*What you need to do*.
The records below must be output exactly, with no images carried over.

(Source material)

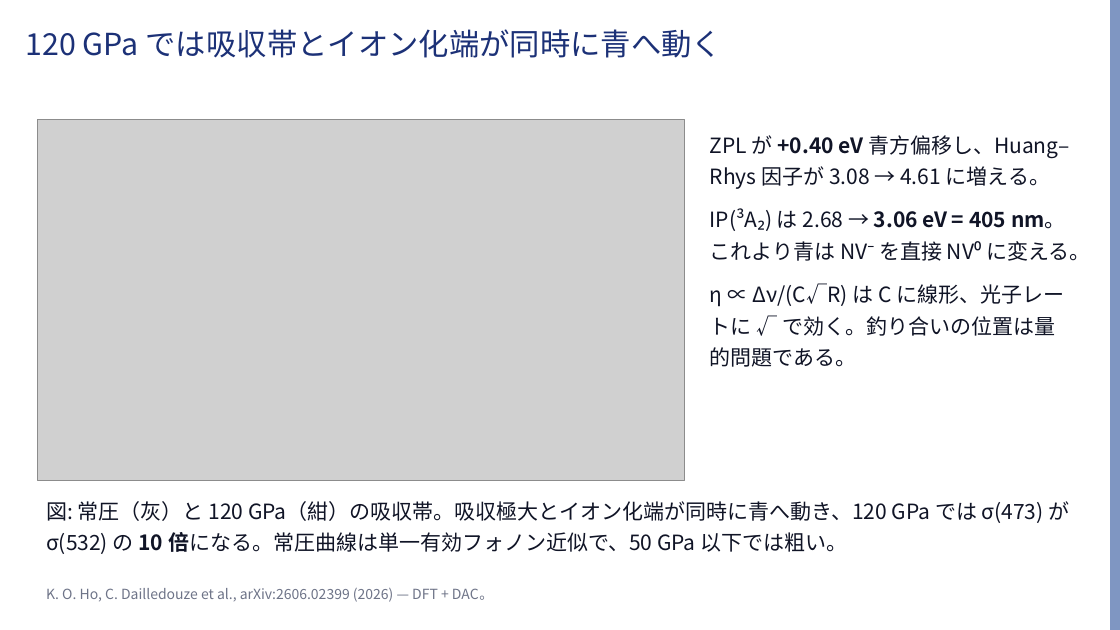
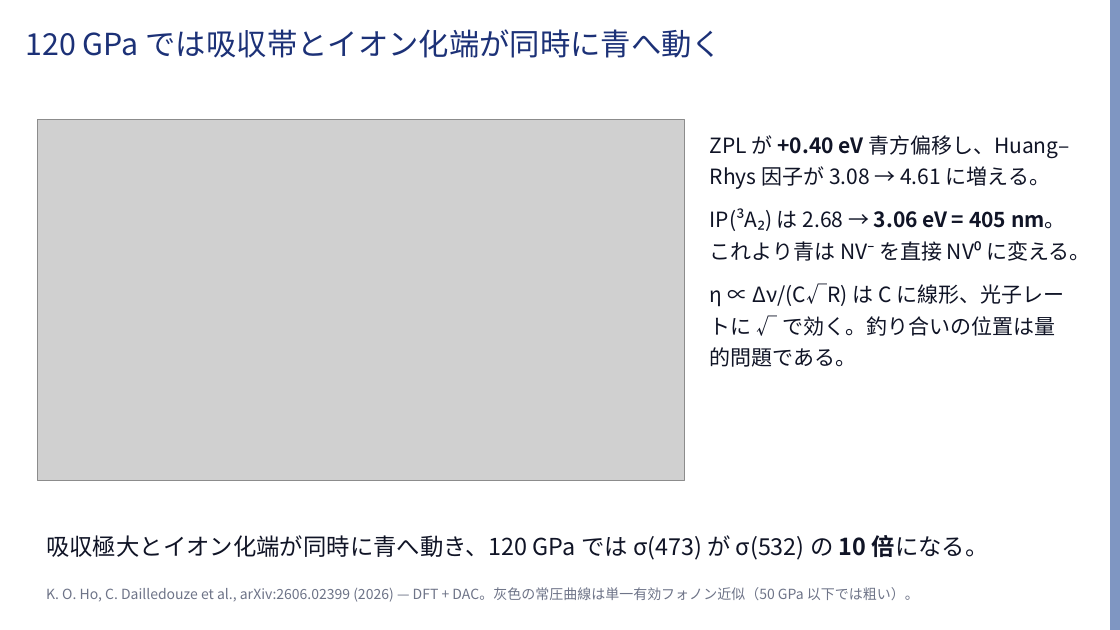
Before and after one commit to Risei412/ultra-high-pressure-ODMR, a slide deck: slide 4 of slides/odmr_473nm_talk.pptx. Drawn at 1120x630 pixels with LibreOffice and Linux fonts; fonts in the diff are those of the drawing; grey boxes stand for pictures; background and template pictures are left out. Boxes give left, top, right and bottom in pixels: in the first picture for what was removed or moved away, otherwise in the second. Text is boxed around its words. In the diff, an @@ line names an element or a change of style, - is before the commit and + after.

```diff
--- a/slides/odmr_473nm_talk.pptx
+++ b/slides/odmr_473nm_talk.pptx
@@ text at bbox=[46, 535, 989, 560]: text changed; size 18 to 20 pt @@
-図: 常圧（灰）と 120 GPa（紺）の吸収帯。吸収極大とイオン化端が同時に青へ動き、120 GPa では σ(473) が σ(532) の 10 倍になる。常圧曲線は単一有効フォノン近似で、50 GPa 以下では粗い。
+吸収極大とイオン化端が同時に青へ動き、120 GPa では σ(473) が σ(532) の 10 倍になる。
@@ text at bbox=[46, 587, 919, 602]: text changed @@
-K. O. Ho, C. Dailledouze et al., arXiv:2606.02399 (2026) — DFT + DAC。
+K. O. Ho, C. Dailledouze et al., arXiv:2606.02399 (2026) — DFT + DAC。灰色の常圧曲線は単一有効フォノン近似（50 GPa 以下では粗い）。
```
Also in this commit, not shown: 4 other slides changed, 2 other files.
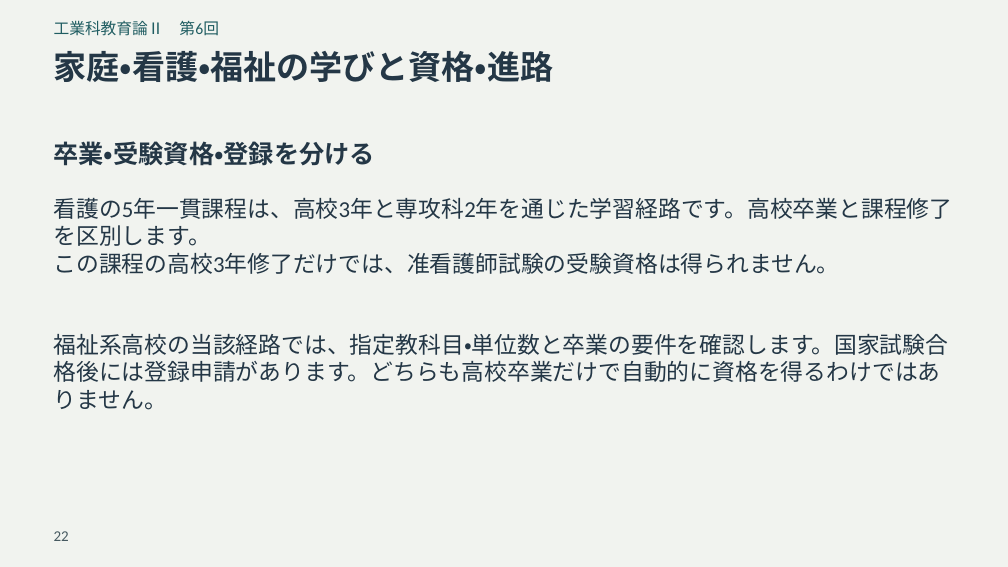
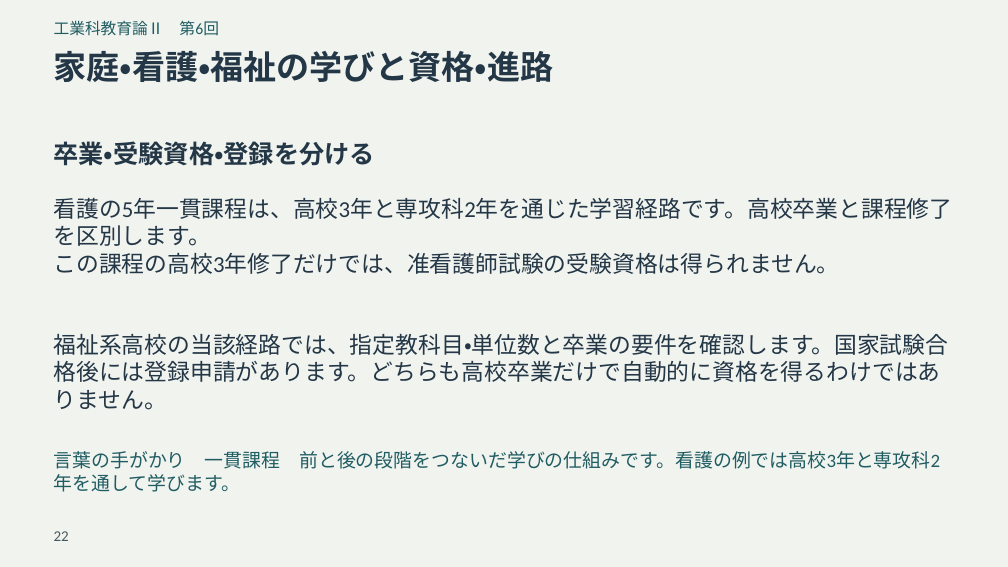
Before and after one commit to zooc-14calbp/industrial-education-ii, a slide deck: slide 22 of reorganized/20261105/expanded/slides.pptx. Drawn at 1008x567 pixels with LibreOffice and Linux fonts; fonts in the diff are those of the drawing. Boxes give left, top, right and bottom in pixels: in the first picture for what was removed or moved away, otherwise in the second. Text is boxed around its words. In the diff, an @@ line names an element or a change of style, - is before the commit and + after.

```diff
--- a/reorganized/20261105/expanded/slides.pptx
+++ b/reorganized/20261105/expanded/slides.pptx
@@ text added at (x1=54, y1=451, x2=940, y2=469), 18 pt, text #205D62 @@
+言葉の手がかり 一貫課程 前と後の段階をつないだ学びの仕組みです。看護の例では高校3年と専攻科2年を通して学びます。
```
Also in this commit, not shown: 15 other slides changed, 30 other files.
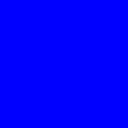
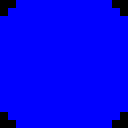
Layer changes from the first 128 × 128 image to the second:
renamed "Spot" to "Tracking", showed it, painted on it over [0, 0, 128, 128]

(End Source material)

*Problem solution*.
Before and after one commit to Risei412/ultra-high-pressure-ODMR, a slide deck: slide 4 of slides/odmr_473nm_talk.pptx. Drawn at 1120x630 pixels with LibreOffice and Linux fonts; fonts in the diff are those of the drawing; grey boxes stand for pictures; background and template pictures are left out. Boxes give left, top, right and bottom in pixels: in the first picture for what was removed or moved away, otherwise in the second. Text is boxed around its words. In the diff, an @@ line names an element or a change of style, - is before the commit and + after.

```diff
--- a/slides/odmr_473nm_talk.pptx
+++ b/slides/odmr_473nm_talk.pptx
@@ text at bbox=[46, 535, 989, 560]: text changed; size 18 to 20 pt @@
-図: 常圧（灰）と 120 GPa（紺）の吸収帯。吸収極大とイオン化端が同時に青へ動き、120 GPa では σ(473) が σ(532) の 10 倍になる。常圧曲線は単一有効フォノン近似で、50 GPa 以下では粗い。
+吸収極大とイオン化端が同時に青へ動き、120 GPa では σ(473) が σ(532) の 10 倍になる。
@@ text at bbox=[46, 587, 919, 602]: text changed @@
-K. O. Ho, C. Dailledouze et al., arXiv:2606.02399 (2026) — DFT + DAC。
+K. O. Ho, C. Dailledouze et al., arXiv:2606.02399 (2026) — DFT + DAC。灰色の常圧曲線は単一有効フォノン近似（50 GPa 以下では粗い）。
```
Also in this commit, not shown: 4 other slides changed, 2 other files.
Before and after one commit to zooc-14calbp/industrial-education-ii, a slide deck: slide 22 of reorganized/20261105/expanded/slides.pptx. Drawn at 1008x567 pixels with LibreOffice and Linux fonts; fonts in the diff are those of the drawing. Boxes give left, top, right and bottom in pixels: in the first picture for what was removed or moved away, otherwise in the second. Text is boxed around its words. In the diff, an @@ line names an element or a change of style, - is before the commit and + after.

```diff
--- a/reorganized/20261105/expanded/slides.pptx
+++ b/reorganized/20261105/expanded/slides.pptx
@@ text added at (x1=54, y1=451, x2=940, y2=469), 18 pt, text #205D62 @@
+言葉の手がかり 一貫課程 前と後の段階をつないだ学びの仕組みです。看護の例では高校3年と専攻科2年を通して学びます。
```
Also in this commit, not shown: 15 other slides changed, 30 other files.
Layer changes from the first 128 × 128 image to the second:
renamed "Spot" to "Tracking", showed it, painted on it over [0, 0, 128, 128]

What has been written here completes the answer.